Excerpts from a dataset:
■ ■ ■ ■ ■

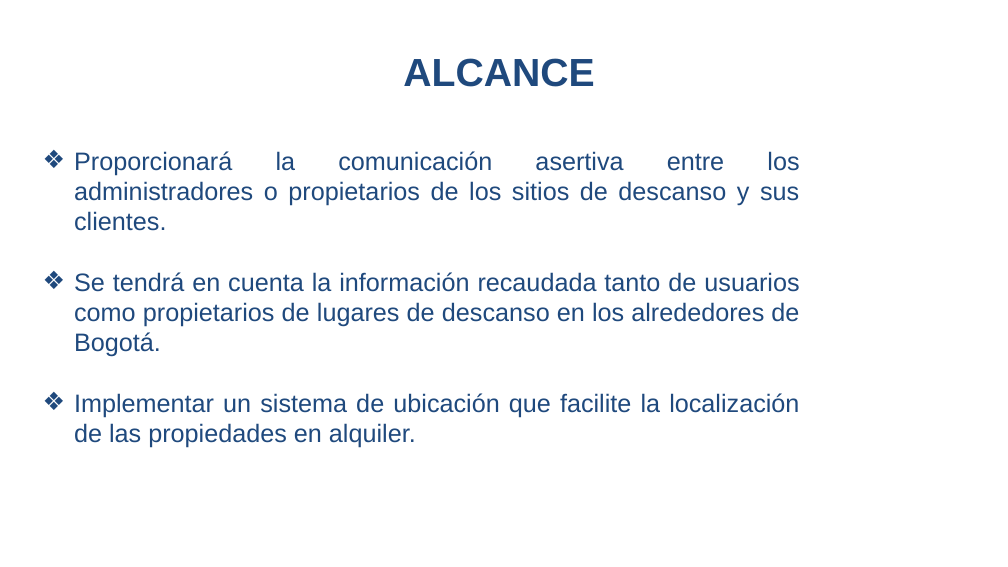
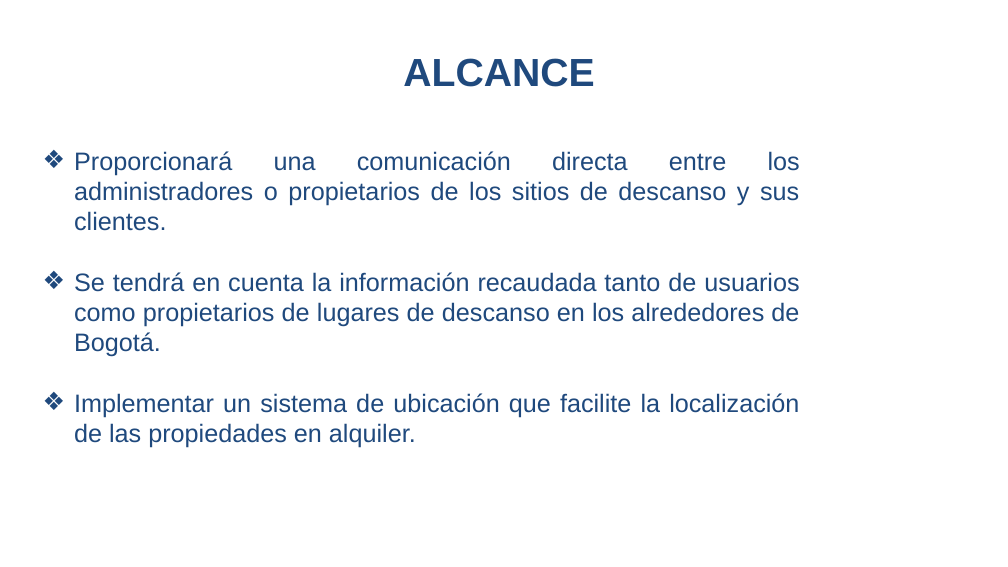
Before and after one commit to LauraV8/ProyectoSena1Tri, a slide deck: slide 10 of Presentación Proyecto.pptx. Drawn at 1008x567 pixels with LibreOffice and Linux fonts; fonts in the diff are those of the drawing; background and template pictures are left out. Boxes give left, top, right and bottom in pixels: in the first picture for what was removed or moved away, otherwise in the second. Text is boxed around its words. In the diff, an @@ line names an element or a change of style, - is before the commit and + after.

```diff
--- a/Presentación Proyecto.pptx
+++ b/Presentación Proyecto.pptx
@@ text at bbox=[74, 151, 800, 231]: text changed @@
-❖ Proporcionará la comunicación asertiva entre los administradores o propietarios de los sitios de descanso y sus clientes.
+❖ Proporcionará una comunicación directa entre los administradores o propietarios de los sitios de descanso y sus clientes.
```
Also in this commit, not shown: 3 other slides changed, 1 other file.

■ ■ ■ ■ ■

Each record above should be duplicated word for word, with no pictures included.

Finished exercise
Before and after one commit to LauraV8/ProyectoSena1Tri, a slide deck: slide 10 of Presentación Proyecto.pptx. Drawn at 1008x567 pixels with LibreOffice and Linux fonts; fonts in the diff are those of the drawing; background and template pictures are left out. Boxes give left, top, right and bottom in pixels: in the first picture for what was removed or moved away, otherwise in the second. Text is boxed around its words. In the diff, an @@ line names an element or a change of style, - is before the commit and + after.

```diff
--- a/Presentación Proyecto.pptx
+++ b/Presentación Proyecto.pptx
@@ text at bbox=[74, 151, 800, 231]: text changed @@
-❖ Proporcionará la comunicación asertiva entre los administradores o propietarios de los sitios de descanso y sus clientes.
+❖ Proporcionará una comunicación directa entre los administradores o propietarios de los sitios de descanso y sus clientes.
```
Also in this commit, not shown: 3 other slides changed, 1 other file.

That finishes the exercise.